What if generating a correct SQL query is not just a language task, but a software engineering problem? DeepEye-SQL reframes Text-to-SQL through the lens of the Software Development Life Cycle, achieving state-of-the-art performance with a small open-source model.

Boyan Li, Chong Chen, Zhujun Xue, Yinan Mei, Yuyu Luo*
Text-to-SQL is not merely a language generation task. Generating a correct SQL query demands structured orchestration and verifiable correctness — just like building software.

Understand what to build by grounding intent in the database schema
Build multiple independent SQL solutions in parallel for fault tolerance
Verify each SQL with 8 deterministic checkers, not LLM self-refinement
Ship the best SQL through a confidence-gated quality gate
| Method | Core Paradigm | Verification | SQL Selection | Efficiency |
|---|---|---|---|---|
| CHESS | Linear Inference | LLM Self-Refinement | Heuristic Majority Voting | High API Cost (Gemini 1.5 Pro) |
| Alpha-SQL | Search-Centric (MCTS) | Basic Syntax Check | Heuristic Majority Voting | High Inference Latency |
| OmniSQL | Data-Centric SFT | Basic Syntax Check | Heuristic Majority Voting | High Training Cost |
| DeepEye-SQL | SE-Lifecycle Centric | Deterministic Unit Testing | Confidence-Aware Selection | Efficient & Training-Free (~3B) |
Before writing any code, a software engineer must fully understand the requirements. Similarly, DeepEye-SQL first scopes the user's intent by grounding the natural language question in the database schema. This phase employs three complementary schema linking strategies to ensure no relevant table or column is missed.
"What is the average rating of restaurants in San Francisco that serve Italian food?"
LLM identifies 'rating', 'restaurants', and 'reviews' from the question keywords. Misses the 'locations' table which also has city data.
Each strategy has blind spots. Direct linking may miss implicit tables. Reversed linking may hallucinate schema elements. Value-based linking only finds columns with matching values. Their union provides robust, fault-tolerant coverage.
In safety-critical software, N-version programming uses multiple independent teams to build the same system. DeepEye-SQL applies this principle: three fundamentally different SQL generators work in parallel on the same question, producing diverse candidate solutions that avoid correlated failures.

"Find the top 3 departments with the highest average salary"
Self-consistency randomly samples from the same generator, producing correlated errors. N-version programming uses fundamentally different reasoning paradigms, so failures are independent — a critical distinction for fault tolerance.
SELECT d.name,
AVG(e.salary) AS avg_sal
FROM employees e
JOIN departments d
ON e.dept_id = d.id
GROUP BY d.name
ORDER BY avg_sal DESC
LIMIT 3Same semantics, different syntax — diversity by design.
Just as software undergoes rigorous unit testing, each SQL candidate passes through a chain of 8 deterministic checkers. Unlike LLM-based self-refinement, these checkers use rule-based logic to catch specific bug patterns — producing actionable bug reports that guide targeted fixes.

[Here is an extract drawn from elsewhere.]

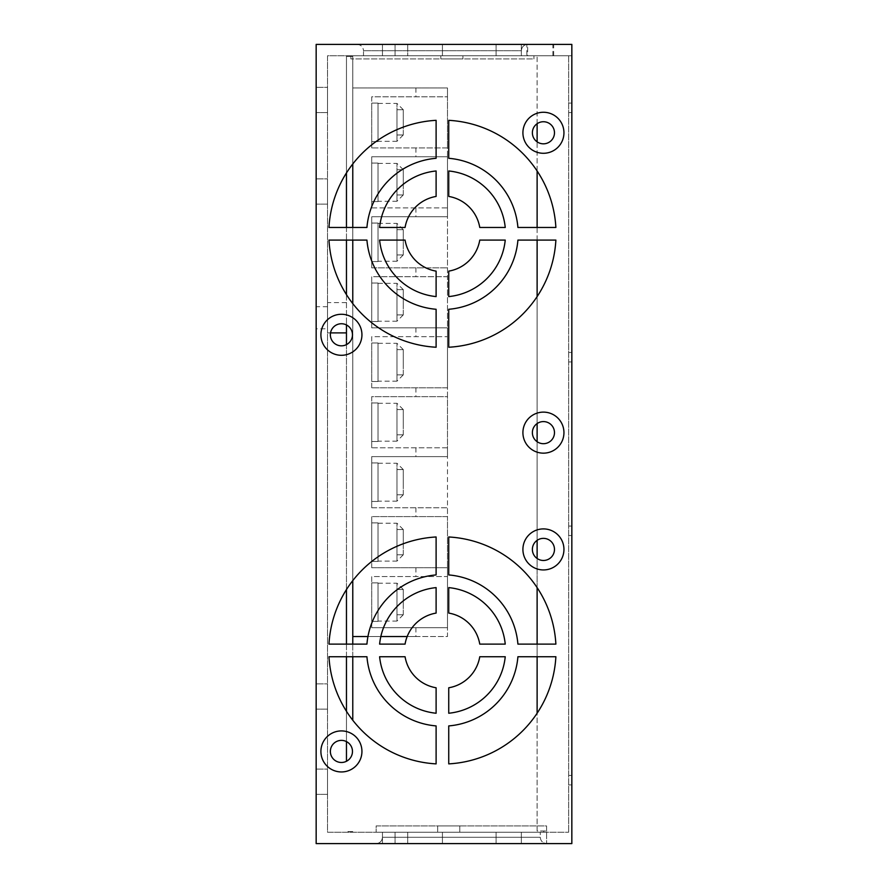 <?xml version="1.0" encoding="UTF-8"?>
<svg xmlns="http://www.w3.org/2000/svg" width="888" height="888" viewBox="0 0 888 888"><rect width="100%" height="100%" fill="white"/><g stroke="black" fill="none" stroke-linecap="round" stroke-linejoin="round"><path stroke-width="0.67" stroke-dasharray="4.44 3.33" d="M459.784 825.929L459.784 832.234L437.684 832.234L459.784 832.234L437.684 832.234L459.784 832.234L459.784 825.929L437.684 825.929L437.684 832.234L437.684 825.929L459.784 825.929M537.118 123.71L537.118 55.766L571.839 55.766L571.839 44.4L316.161 44.4L316.161 843.6L571.839 843.6L571.839 55.766L327.528 55.766L327.528 832.234L568.675 832.234L496.081 832.234L521.334 832.234L496.081 832.234L521.334 832.234L521.334 843.6L546.586 843.6L376.135 843.6L546.586 843.6L496.081 843.6L521.334 843.6L496.081 843.6L521.334 843.6L521.334 832.234L521.334 843.6L521.334 832.234L546.586 832.234L546.586 843.6C542.779 843.2 540.67 841.091 540.27 837.284L382.451 837.284C382.051 841.091 379.942 843.2 376.135 843.6C379.942 843.2 382.051 841.091 382.451 837.284L540.27 837.284L540.27 832.234L540.27 837.284C540.67 841.091 542.779 843.2 546.586 843.6L546.586 832.234L545.609 832.234L545.609 830.979L537.118 830.979L537.118 55.766L568.675 55.766L327.528 55.766L327.528 832.234L545.609 832.234M496.081 832.234L496.081 843.6L496.081 832.234M407.703 832.234L407.703 843.6L382.451 843.6L407.703 843.6L382.451 843.6L407.703 843.6L407.703 832.234L382.451 832.234L382.451 843.6L382.451 832.234L407.703 832.234M521.334 832.234L546.586 832.234L521.334 832.234M403.285 134.588L403.285 110.134L403.285 134.588M403.274 134.987L396.969 134.987L396.969 109.735L403.274 109.735L403.285 122.366L403.274 109.735L396.969 109.735L396.969 134.987L403.274 134.987L396.969 141.303L396.969 122.366L396.969 141.303L378.033 141.303L378.033 122.366L378.033 141.303M403.285 194.561L403.285 170.108L403.285 194.561M403.274 194.96L396.969 194.96L396.969 169.708L403.274 169.708L403.285 182.34L403.274 169.708L396.969 169.708L396.969 194.96L403.274 194.96L396.969 201.276L396.969 182.34L396.969 201.276L378.033 201.276L378.033 182.34L378.033 201.276M403.285 254.534L403.285 230.081L403.285 254.534M403.274 254.934L396.969 254.934L396.969 229.681L403.274 229.681L403.285 242.302L403.274 229.681L396.969 229.681L396.969 254.934L403.274 254.934L396.969 261.25L396.969 242.302L396.969 261.25L378.033 261.25L378.033 242.302L378.033 261.25M403.285 314.507L403.285 290.054L403.285 314.507M403.274 314.907L396.969 314.907L396.969 289.654L403.274 289.654L403.285 302.275L403.274 289.654L396.969 289.654L396.969 314.907L403.274 314.907L396.969 321.212L396.969 302.275L396.969 321.212L378.033 321.212L378.033 302.275L378.033 321.212M403.285 374.47L403.285 350.027L403.285 374.47M403.274 374.88L396.969 374.88L396.969 349.628L403.274 349.628L403.285 362.249L403.274 349.628L396.969 349.628L396.969 374.88L403.274 374.88L396.969 381.185L396.969 362.249L396.969 381.185L378.033 381.185L378.033 362.249L378.033 381.185M403.285 434.443L403.285 410.001L403.285 434.443M403.274 434.843L396.969 434.843L396.969 409.59L403.274 409.59L403.285 422.222L403.274 409.59L396.969 409.59L396.969 434.843L403.274 434.843L396.969 441.158L396.969 422.222L396.969 441.158L378.033 441.158L378.033 422.222L378.033 441.158M403.285 494.416L403.285 469.963L403.285 494.416M403.274 494.816L396.969 494.816L396.969 469.563L403.274 469.563L403.285 482.195L403.274 469.563L396.969 469.563L396.969 494.816L403.274 494.816L396.969 501.132L396.969 482.195L396.969 501.132L378.033 501.132L378.033 482.195L378.033 501.132M403.285 554.389L403.285 529.936L403.285 554.389M403.274 554.789L396.969 554.789L396.969 529.537L403.274 529.537L403.285 542.168L403.274 529.537L396.969 529.537L396.969 554.789L403.274 554.789L396.969 561.105L396.969 542.168L396.969 561.105L378.033 561.105L378.033 542.168L378.033 561.105M403.285 614.363L403.285 589.91L403.285 614.363M403.274 614.762L396.969 614.762L396.969 589.51L403.274 589.51L403.285 602.131L403.274 589.51L396.969 589.51L396.969 614.762L403.274 614.762L396.969 621.078L396.969 602.131L396.969 621.078L378.033 621.078L378.033 602.131L378.033 621.078M346.464 317.749L346.464 332.9L346.464 317.749M327.528 317.749L327.528 332.9L327.528 317.749M327.528 204.118L316.161 204.118L316.161 178.865L316.161 204.118L316.161 178.865L316.161 204.118L327.528 204.118L327.528 178.865L316.161 178.865L327.528 178.865L327.528 204.118M327.528 709.135L316.161 709.135L316.161 683.882L316.161 709.135L316.161 683.882L316.161 709.135L327.528 709.135L327.528 683.882L316.161 683.882L327.528 683.882L327.528 709.135M327.528 794.36L316.161 794.36L316.161 769.108L316.161 794.36L316.161 769.108L316.161 794.36L327.528 794.36L327.528 769.108L316.161 769.108L327.528 769.108L327.528 794.36M327.528 328.793L327.528 306.693L327.528 328.793L316.161 328.793L316.161 306.693L316.161 328.793M327.528 306.693L316.161 306.693M327.528 112.576L316.161 112.576L316.161 87.324L316.161 112.576L316.161 87.324L316.161 112.576L327.528 112.576L327.528 87.324L316.161 87.324L327.528 87.324L327.528 112.576M440.848 58.919L462.937 58.919L440.848 58.919L462.937 58.919L440.848 58.919L462.937 58.919L440.848 58.919L440.848 55.766L462.937 55.766L440.848 55.766L462.937 55.766L440.848 55.766L462.937 55.766L440.848 55.766L440.848 58.919L440.848 55.766M462.937 58.919L462.937 55.766M527.65 55.766L552.891 55.766L527.65 55.766L527.65 44.4L357.198 44.4L527.65 44.4C523.842 44.8 521.733 46.909 521.334 50.716C521.733 46.909 523.842 44.8 527.65 44.4M552.891 55.766L552.891 44.4M526.861 55.766L553.668 55.766L526.861 55.766L526.861 44.4L553.668 44.4L526.861 44.4M553.668 55.766L553.668 44.4M382.451 55.766L382.451 44.4L407.703 44.4L382.451 44.4L407.703 44.4L382.451 44.4L382.451 55.766L407.703 55.766L407.703 44.4L407.703 55.766L382.451 55.766M496.081 55.766L496.081 44.4L521.334 44.4L496.081 44.4L521.334 44.4L496.081 44.4L496.081 55.766L521.334 55.766L521.334 44.4L521.334 55.766L496.081 55.766M554.478 432.634A11.044 11.044 0 0 0 543.423 421.589A11.044 11.044 0 0 0 532.378 432.634A11.044 11.044 0 0 0 543.423 443.689A11.044 11.044 0 0 0 554.478 432.634M352.469 751.437A11.044 11.044 0 0 0 341.414 740.381A11.044 11.044 0 0 0 330.369 751.437A11.044 11.044 0 0 0 341.414 762.481A11.044 11.044 0 0 0 352.469 751.437M554.478 549.428A11.044 11.044 0 0 0 543.423 538.372A11.044 11.044 0 0 0 532.378 549.428A11.044 11.044 0 0 0 543.423 560.472A11.044 11.044 0 0 0 554.478 549.428M352.469 334.787A11.044 11.044 0 0 0 341.414 323.743A11.044 11.044 0 0 0 330.369 334.787A11.044 11.044 0 0 0 341.414 345.832A11.044 11.044 0 0 0 352.469 334.787M554.478 132.778A11.044 11.044 0 0 0 543.423 121.734A11.044 11.044 0 0 0 532.378 132.778A11.044 11.044 0 0 0 543.423 143.823A11.044 11.044 0 0 0 554.478 132.778M442.424 832.234L395.071 832.234L442.424 832.234L395.071 832.234L442.424 832.234L395.071 832.234L442.424 832.234L395.071 832.234L442.424 832.234L442.424 843.6L395.071 843.6L442.424 843.6L395.071 843.6L442.424 843.6L395.071 843.6L442.424 843.6L395.071 843.6L442.424 843.6L442.424 832.234M546.586 832.234L376.135 832.234L546.586 832.234L546.586 825.929L376.135 825.929L376.135 832.234L376.135 825.929L546.586 825.929L546.586 832.234M545.609 830.979L537.118 830.979L537.118 713.242M537.118 656.743L537.118 644.111M537.118 587.612L537.118 558.485M537.118 540.359L537.118 441.702M537.118 423.576L537.118 296.592M537.118 240.093L537.118 227.472M537.118 170.973L537.118 141.847M415.906 627.705L415.906 636.541L447.474 636.541L447.474 627.705L371.717 627.705L371.717 576.567L447.474 576.567L447.474 567.732L371.717 567.732L371.717 516.594L447.474 516.594L447.474 507.758L371.717 507.758L371.717 456.621L447.474 456.621L447.474 447.785L371.717 447.785L371.717 396.659L447.474 396.659L447.474 387.812L371.717 387.812L371.717 336.685L447.474 336.685L447.474 327.85L371.717 327.85L371.717 276.712L447.474 276.712L447.474 267.876L371.717 267.876L371.717 216.739L447.474 216.739L447.474 207.903L371.717 207.903L371.717 156.765L447.474 156.765L447.474 147.93L371.717 147.93L371.717 96.792L447.474 96.792L447.474 87.956L352.78 87.956L352.78 636.541L352.78 87.956L447.474 87.956L447.474 636.541L407.181 636.541M371.717 147.93L371.717 96.792L447.474 96.792L447.474 147.93L371.717 147.93M371.717 103.108L371.717 141.614L371.717 103.108L378.033 103.108L378.033 141.614L371.717 141.614L378.033 141.614L378.033 103.108L371.717 103.108M371.717 207.903L371.717 156.765L447.474 156.765L447.474 207.903L371.717 207.903M371.717 163.081L371.717 201.587L371.717 163.081L378.033 163.081L378.033 201.587L371.717 201.587L378.033 201.587L378.033 163.081L371.717 163.081M371.717 267.876L371.717 216.739L447.474 216.739L447.474 267.876L371.717 267.876M371.717 223.055L371.717 261.56L371.717 223.055L378.033 223.055L378.033 261.56L371.717 261.56L378.033 261.56L378.033 223.055L371.717 223.055M371.717 327.85L371.717 276.712L447.474 276.712L447.474 327.85L371.717 327.85M371.717 283.028L371.717 321.534L371.717 283.028L378.033 283.028L378.033 321.534L371.717 321.534L378.033 321.534L378.033 283.028L371.717 283.028M371.717 387.812L371.717 336.685L447.474 336.685L447.474 387.812L371.717 387.812M371.717 342.99L371.717 381.507L371.717 342.99L378.033 342.99L378.033 381.507L371.717 381.507L378.033 381.507L378.033 342.99L371.717 342.99M371.717 447.785L371.717 396.659L447.474 396.659L447.474 447.785L371.717 447.785M371.717 402.963L371.717 441.48L371.717 402.963L378.033 402.963L378.033 441.48L371.717 441.48L378.033 441.48L378.033 402.963L371.717 402.963M371.717 507.758L371.717 456.621L447.474 456.621L447.474 507.758L371.717 507.758M371.717 462.937L371.717 501.443L371.717 462.937L378.033 462.937L378.033 501.443L371.717 501.443L378.033 501.443L378.033 462.937L371.717 462.937M371.717 567.732L371.717 516.594L447.474 516.594L447.474 567.732L371.717 567.732M371.717 522.91L371.717 561.416L371.717 522.91L378.033 522.91L378.033 561.416L371.717 561.416L378.033 561.416L378.033 522.91L371.717 522.91M371.717 627.705L371.717 576.567L447.474 576.567L447.474 627.705L371.717 627.705M371.717 582.883L371.717 621.389L371.717 582.883L378.033 582.883L378.033 621.389L371.717 621.389L378.033 621.389L378.033 582.883L371.717 582.883M352.78 163.958L352.78 56.399L346.464 56.399L346.464 172.916M352.78 227.472L352.78 240.093M352.78 303.618L352.78 580.597M352.78 644.111L352.78 656.743M352.78 720.257L352.78 56.399L350.882 56.399L350.882 55.766L533.954 55.766L350.882 55.766L350.882 58.919L350.882 56.399L346.464 56.399L346.464 761.26M533.954 58.919L533.954 55.766L533.954 58.919L350.882 58.919L533.954 58.919M442.424 55.766L395.071 55.766L442.424 55.766L395.071 55.766L442.424 55.766L395.071 55.766L442.424 55.766L395.071 55.766L442.424 55.766L442.424 44.4L395.071 44.4L442.424 44.4L395.071 44.4L442.424 44.4L395.071 44.4L442.424 44.4L395.071 44.4L442.424 44.4L442.424 55.766M436.108 613.086A37.873 37.873 0 0 0 405.072 644.111L379.609 644.111A63.126 63.126 0 0 1 436.108 587.612L436.108 613.086M479.764 644.111A37.873 37.873 0 0 0 448.74 613.086L448.74 587.612A63.126 63.126 0 0 1 505.239 644.111L479.764 644.111M448.74 687.778A37.873 37.873 0 0 0 479.764 656.743L505.239 656.743A63.126 63.126 0 0 1 448.74 713.242L448.74 687.778M517.915 644.111A75.758 75.758 0 0 0 448.74 574.936L448.74 536.974A113.631 113.631 0 0 1 555.877 644.111L517.915 644.111M436.108 196.437A37.873 37.873 0 0 0 405.072 227.472L379.609 227.472A63.126 63.126 0 0 1 436.108 170.973L436.108 196.437M479.764 227.472A37.873 37.873 0 0 0 448.74 196.437L448.74 170.973A63.126 63.126 0 0 1 505.239 227.472L479.764 227.472M448.74 271.129A37.873 37.873 0 0 0 479.764 240.093L505.239 240.093A63.126 63.126 0 0 1 448.74 296.592L448.74 271.129M517.915 227.472A75.758 75.758 0 0 0 448.74 158.297L448.74 120.324A113.631 113.631 0 0 1 555.877 227.472L517.915 227.472M568.675 55.766L568.675 832.234L568.675 55.766M571.839 103.108L568.675 103.108L571.839 103.108L571.839 112.576L568.675 112.576L571.839 112.576L571.839 352.469L568.675 352.469L571.839 352.469L571.839 361.938L571.839 103.108M571.839 361.938L568.675 361.938L571.839 361.938M571.839 526.062L568.675 526.062L571.839 526.062L571.839 535.531L568.675 535.531L571.839 535.531L571.839 775.424L568.675 775.424L571.839 775.424L571.839 784.892L571.839 526.062M571.839 784.892L568.675 784.892L571.839 784.892M405.072 240.093A37.873 37.873 0 0 0 436.108 271.129L436.108 296.592A63.126 63.126 0 0 1 379.609 240.093L405.072 240.093M448.74 347.241L448.74 309.279A75.758 75.758 0 0 0 517.915 240.093L555.877 240.093A113.631 113.631 0 0 1 448.74 347.241M436.108 120.324L436.108 158.297A75.758 75.758 0 0 0 366.933 227.472L328.971 227.472A113.631 113.631 0 0 1 436.108 120.324M328.971 240.093L366.933 240.093A75.758 75.758 0 0 0 436.108 309.279L436.108 347.241A113.631 113.631 0 0 1 328.971 240.093M405.072 656.743A37.873 37.873 0 0 0 436.108 687.778L436.108 713.242A63.126 63.126 0 0 1 379.609 656.743L405.072 656.743M448.74 763.88L448.74 725.918A75.758 75.758 0 0 0 517.915 656.743L555.877 656.743A113.631 113.631 0 0 1 448.74 763.88M436.108 536.974L436.108 574.936A75.758 75.758 0 0 0 366.933 644.111L328.971 644.111A113.631 113.631 0 0 1 436.108 536.974M328.971 656.743L366.933 656.743A75.758 75.758 0 0 0 436.108 725.918L436.108 763.88A113.631 113.631 0 0 1 328.971 656.743M543.7 830.979L543.7 832.234M395.071 55.766L395.071 44.4L395.071 55.766M521.334 55.766L521.334 50.716L363.514 50.716L521.334 50.716L521.334 55.766L363.514 55.766L363.514 50.716L363.514 55.766L521.334 55.766M357.198 44.4C361.005 44.8 363.114 46.909 363.514 50.716C363.114 46.909 361.005 44.8 357.198 44.4M346.464 227.472L346.464 240.093M346.464 294.649L346.464 324.964M346.464 344.611L346.464 589.565M346.464 644.111L346.464 656.743M346.464 711.299L346.464 741.613M352.78 831.601L346.464 831.601L352.78 831.601M380.841 636.541L367.954 636.541M415.906 636.541L352.78 636.541M378.033 602.131L378.033 583.194L378.033 602.131M378.033 542.168L378.033 523.221L378.033 542.168M378.033 482.195L378.033 463.259L378.033 482.195M378.033 422.222L378.033 403.285L378.033 422.222M378.033 362.249L378.033 343.312L378.033 362.249M378.033 302.275L378.033 283.339L378.033 302.275M378.033 242.302L378.033 223.365L378.033 242.302M378.033 182.34L378.033 163.392L378.033 182.34M378.033 122.366L378.033 103.43L378.033 122.366M382.451 832.234L382.451 837.284L382.451 832.234L540.27 832.234L382.451 832.234M395.071 832.234L395.071 843.6L395.071 832.234M415.906 507.758L415.906 516.594M415.906 447.785L415.906 456.621M415.906 387.812L415.906 396.659M415.906 327.85L415.906 336.685M415.906 267.876L415.906 276.712M415.906 207.903L415.906 216.739M415.906 147.93L415.906 156.765M415.906 87.956L415.906 96.792M415.906 567.732L415.906 576.567M396.969 602.131L396.969 583.194L396.969 602.131M396.969 542.168L396.969 523.221L396.969 542.168M396.969 482.195L396.969 463.259L396.969 482.195M396.969 422.222L396.969 403.285L396.969 422.222M396.969 362.249L396.969 343.312L396.969 362.249M396.969 302.275L396.969 283.339L396.969 302.275M396.969 242.302L396.969 223.365L396.969 242.302M396.969 182.34L396.969 163.392L396.969 182.34M396.969 122.366L396.969 103.43L396.969 122.366M330.536 332.9L327.528 332.9M346.464 302.597L327.528 302.597M403.285 589.51L396.969 583.194L378.033 583.194M403.285 529.537L396.969 523.221L378.033 523.221M403.285 469.563L396.969 463.259L378.033 463.259M403.285 409.59L396.969 403.285L378.033 403.285M403.285 349.628L396.969 343.312L378.033 343.312M403.285 289.654L396.969 283.339L378.033 283.339M403.285 229.681L396.969 223.365L378.033 223.365M403.285 169.708L396.969 163.392L378.033 163.392M403.285 109.735L396.969 103.43L378.033 103.43"/><path stroke-width="1.33" d="M330.369 334.787A11.044 11.044 0 0 0 341.414 345.832A11.044 11.044 0 0 0 352.469 334.787A11.044 11.044 0 0 0 341.414 323.743A11.044 11.044 0 0 0 330.369 334.787A11.044 11.044 0 0 1 341.414 323.743A11.044 11.044 0 0 1 352.469 334.787M330.369 751.437A11.044 11.044 0 0 0 341.414 762.481A11.044 11.044 0 0 0 352.469 751.437A11.044 11.044 0 0 0 341.414 740.381A11.044 11.044 0 0 0 330.369 751.437A11.044 11.044 0 0 1 341.414 740.381A11.044 11.044 0 0 1 352.469 751.437M532.378 132.778A11.044 11.044 0 0 0 543.423 143.823A11.044 11.044 0 0 0 554.478 132.778A11.044 11.044 0 0 0 543.423 121.734A11.044 11.044 0 0 0 532.378 132.778A11.044 11.044 0 0 1 543.423 121.734A11.044 11.044 0 0 1 554.478 132.778M532.378 432.634A11.044 11.044 0 0 0 543.423 443.689A11.044 11.044 0 0 0 554.478 432.634A11.044 11.044 0 0 0 543.423 421.589A11.044 11.044 0 0 0 532.378 432.634A11.044 11.044 0 0 1 543.423 421.589A11.044 11.044 0 0 1 554.478 432.634M532.378 549.428A11.044 11.044 0 0 0 543.423 560.472A11.044 11.044 0 0 0 554.478 549.428A11.044 11.044 0 0 0 543.423 538.372A11.044 11.044 0 0 0 532.378 549.428A11.044 11.044 0 0 1 543.423 538.372A11.044 11.044 0 0 1 554.478 549.428M537.118 713.242L537.118 656.743M537.118 644.111L537.118 587.612M537.118 558.485L537.118 540.359M537.118 441.702L537.118 423.576M537.118 296.592L537.118 240.093M537.118 227.472L537.118 170.973M537.118 141.847L537.118 123.71M352.78 163.958L352.78 227.472M352.78 240.093L352.78 303.618M352.78 580.597L352.78 644.111M352.78 656.743L352.78 720.257M571.839 843.6L571.839 44.4L316.161 44.4L316.161 843.6L571.839 843.6M555.877 227.472L517.915 227.472A75.758 75.758 0 0 0 448.74 158.297L448.74 120.324A113.631 113.631 0 0 1 555.877 227.472M379.609 240.093L405.072 240.093A37.873 37.873 0 0 0 436.108 271.129L436.108 296.592A63.126 63.126 0 0 1 379.609 240.093M448.74 296.592L448.74 271.129A37.873 37.873 0 0 0 479.764 240.093L505.239 240.093A63.126 63.126 0 0 1 448.74 296.592M448.74 347.241A113.631 113.631 0 0 0 555.877 240.093L517.915 240.093A75.758 75.758 0 0 1 448.74 309.279L448.74 347.241M505.239 227.472L479.764 227.472A37.873 37.873 0 0 0 448.74 196.437L448.74 170.973A63.126 63.126 0 0 1 505.239 227.472M436.108 120.324A113.631 113.631 0 0 0 328.971 227.472L366.933 227.472A75.758 75.758 0 0 1 436.108 158.297L436.108 120.324M436.108 170.973L436.108 196.437A37.873 37.873 0 0 0 405.072 227.472L379.609 227.472A63.126 63.126 0 0 1 436.108 170.973M328.971 240.093A113.631 113.631 0 0 0 436.108 347.241L436.108 309.279A75.758 75.758 0 0 1 366.933 240.093L328.971 240.093M555.877 644.111L517.915 644.111A75.758 75.758 0 0 0 448.74 574.936L448.74 536.974A113.631 113.631 0 0 1 555.877 644.111M379.609 656.743L405.072 656.743A37.873 37.873 0 0 0 436.108 687.778L436.108 713.242A63.126 63.126 0 0 1 379.609 656.743M448.74 713.242L448.74 687.778A37.873 37.873 0 0 0 479.764 656.743L505.239 656.743A63.126 63.126 0 0 1 448.74 713.242M448.74 763.88A113.631 113.631 0 0 0 555.877 656.743L517.915 656.743A75.758 75.758 0 0 1 448.74 725.918L448.74 763.88M505.239 644.111L479.764 644.111A37.873 37.873 0 0 0 448.74 613.086L448.74 587.612A63.126 63.126 0 0 1 505.239 644.111M436.108 536.974A113.631 113.631 0 0 0 328.971 644.111L366.933 644.111A75.758 75.758 0 0 1 436.108 574.936L436.108 536.974M436.108 587.612L436.108 613.086A37.873 37.873 0 0 0 405.072 644.111L379.609 644.111A63.126 63.126 0 0 1 436.108 587.612M328.971 656.743A113.631 113.631 0 0 0 436.108 763.88L436.108 725.918A75.758 75.758 0 0 1 366.933 656.743L328.971 656.743M346.464 172.916L346.464 227.472M346.464 240.093L346.464 294.649M346.464 324.964L346.464 344.611M346.464 589.565L346.464 644.111M346.464 656.743L346.464 711.299M346.464 741.613L346.464 761.26M407.181 636.541L380.841 636.541M367.954 636.541L352.78 636.541M361.938 334.787A20.513 20.513 0 0 1 341.414 355.3A20.513 20.513 0 0 1 320.901 334.787A20.513 20.513 0 0 1 341.414 314.274A20.513 20.513 0 0 1 361.938 334.787M361.938 751.437A20.513 20.513 0 0 1 341.414 771.95A20.513 20.513 0 0 1 320.901 751.437A20.513 20.513 0 0 1 341.414 730.913A20.513 20.513 0 0 1 361.938 751.437M563.947 132.778A20.513 20.513 0 0 1 543.423 153.291A20.513 20.513 0 0 1 522.91 132.778A20.513 20.513 0 0 1 543.423 112.265A20.513 20.513 0 0 1 563.947 132.778M563.947 432.634A20.513 20.513 0 0 1 543.423 453.158A20.513 20.513 0 0 1 522.91 432.634A20.513 20.513 0 0 1 543.423 412.121A20.513 20.513 0 0 1 563.947 432.634M563.947 549.428A20.513 20.513 0 0 1 543.423 569.941A20.513 20.513 0 0 1 522.91 549.428A20.513 20.513 0 0 1 543.423 528.904A20.513 20.513 0 0 1 563.947 549.428M346.464 332.9L330.536 332.9"/></g></svg>

Traditional approaches ask the LLM to "check its own work" — but LLMs often repeat the same mistakes. DeepEye-SQL's checkers use deterministic rules (schema metadata, execution results, SQL parsing) to produce precise bug reports. The LLM only handles the targeted fix, not the diagnosis.
A software product is not released just because it compiles — it must pass a Quality Gate. DeepEye-SQL applies this principle through confidence-aware selection: execute all candidates, cluster by results, estimate confidence, and adaptively choose between a fast shortcut (high confidence) or rigorous peer review (low confidence).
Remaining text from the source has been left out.